The Gradient algorithm is. $$ \frac{\partial L}{\partial w}=(1000-900) \times \frac{\partial Q(w)}{\partial w} $$

As we can see the $(1000-900)$ is the TD error.

Then we could make it more general.

In the same situation, but this time when we arrived at Hefei, our car don’t work, so we have to stop our travel, but this time we get the part real minutes between Hangzhou and Hefei and computer would give the estimate of the left way. The computer could also estimate the minutes between Hangzhou and Hefei at start, such as 400, but the real minutes is 300. So the error is 100.

Then we could give this general equation.

$$ T_{Hangzhou \rightarrow Beijing} \approx T_{Hangzhou \rightarrow Hefei} + T_{Hefei \rightarrow Beijing} $$

so the calculate equation is . $$ Q(s_t,a_t;w) \approx r_t + \gamma \times Q(s_{t+1},a_{t+1};w) $$

The $r_t$ means the real data in this travel. Then we could get the return function easily. $$ U_t = R_t + \gamma \times R_{t+1} + \gamma^2 \times R_{t+2} + \gamma^3 \times R_{t+3} + \dots $$

We could put the $\gamma$ out, the equation change like this. $$ U_t = R_t + \gamma \times (R_{t+1} + \gamma \times R_{t+2} + \gamma^2 \times R_{t+3} + \dots) $$

Then we could get the identity: $ U_t = R_t + \gamma \times U_{t+1}$

To get the $Q(s_t,a_t;w)$, it means the estimation of $\mathbb{E}[U_t]$, the $Q(s_{t+1},a_{t+1};w)$, means the estimation of $\mathbb{E}[U_{t+1}]$, So the method equation is.

$$ Q(s_t,a_t;w) \approx \mathbb{E}[R_t+\gamma \times Q(S_{t+1},A_{t+1};w)] $$

The left of this equation is the prediction and the right of this equation is the TD target. SO we could get this equations.
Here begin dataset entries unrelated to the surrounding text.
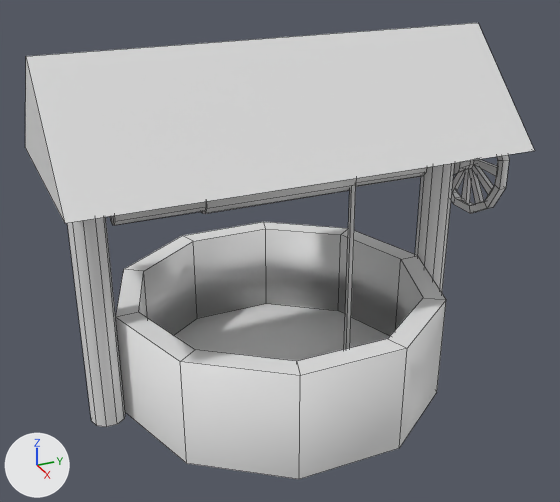
The FBX model Environment/Misc/SM_Well.fbx, before and after one commit.
Before and after are seen from a camera (50 mm lens) standing at (1.212, -0.542, 0.879) and looking at (0.007, 0.0, 0.277). The lights are fixed; the arrows at lower left show +X, +Y and +Z. Mesh edges are drawn as thin lines.

Names of what the first picture shows: 'SM_Well'.
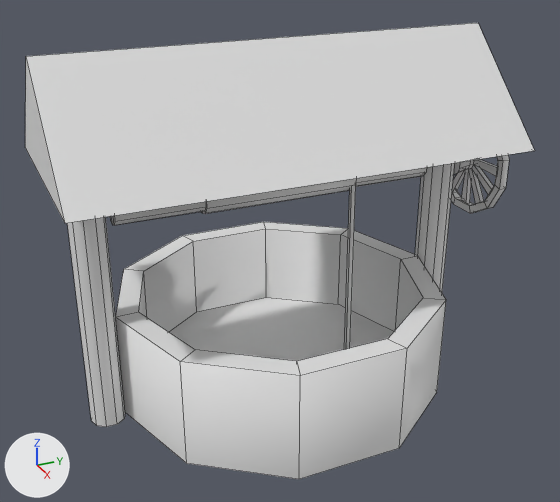
Where the newer file only moved an object's origin or applied its transform, the numbers keep the older frame.

What differs and where, as boxes (x1, y1, x2, y2) in the pictures (560 x 502 px; the box of a moved part takes in the faces that stretch with it):
part 1 of me_cube_010, moved or reshaped: (139, 185, 423, 361) in both

Diff of the bpy script that builds the scene:
```diff
--- a/Environment/Misc/SM_Well.fbx.py
+++ b/Environment/Misc/SM_Well.fbx.py
@@ me_cube_010 @@
 me_cube_010.from_pydata(...)  # 322 vertices, 295 faces; spans x -0.299..0.299, y -0.407..0.43, z -0.063..0.665
 # used by ob_sm_well; location = (0.0, 0.0, 0.0)
 # before: 146 (0.0, 0.273, 0.015), 148 (0.16, 0.221, 0.015), 150 (0.26, 0.084, 0.015), 152 (0.26, -0.084, 0.015), 154 (0.16, -0.221, 0.015)
 # before: 156 (0.0, -0.273, 0.015), 158 (-0.16, -0.221, 0.015), 160 (-0.26, -0.084, 0.015) at pixel (197, 318), 162 (-0.26, 0.084, 0.015) at pixel (266, 303), 164 (-0.16, 0.221, 0.015) at pixel (338, 310)
 # before: 314 (0.021, 0.146, -0.063), 315 (0.021, 0.138, -0.063), 318 (0.031, 0.146, -0.063), 319 (0.031, 0.138, -0.063)
+# me_cube_010 part 1
+for i in [146, 148, 150, 152, 154, 156, 158, 160, 162, 164]: me_cube_010.vertices[i].co += Vector((0.0, 0.0, 0.016))
+for i in [314, 315, 318, 319]: me_cube_010.vertices[i].co += Vector((0.0, 0.0, 0.064))
```

Prediction:$Q(s_t,a_t;w_t)$

TD target:

$$ y_t = r_t + \gamma \times Q(s_{t+1},a_{t+1};w_t) \\ \quad \quad = r_t + \gamma \times \mathop{max}\limits_{a}Q(s_{t+1},a;w_t) $$

Loss:$L_t=\frac{1}{2}[Q(s_t,a_t;w)-y_t]^2$

The ultimate goal: $$ Q^*(s_t,a_t) = \mathop{max}\limits_{\pi}\mathbb{E}[U_t|S_t = s_t, A_t = a_t] $$

The $Q(s,a;w)$ is a neural network parameterized by $w$, we could input the observed state $s$ then it’ll output the scores for every action $a \in \mathop{A}$.

The TD target is similar to the famous equation named Bellman Euqation, we could remember this equation because it’s the heart of the reinforcement learning.

Bell equation: $$ Q_{*}(s_t,a_t) = \mathbb{E}_{S_{t+1}~p(·|s_t,a_t)}[R_t+\gamma \times \mathop{max}\limits_{A \in \mathop{A}}Q(S_{t+1},A)|S_t = s_t,A_t=a_t] $$

At last, the method based on value could solve the problem like this and I considered if this estimate could be used in the evaluate question, I’m always thinking about this, if someone has the same thought, please tell me in the comment module.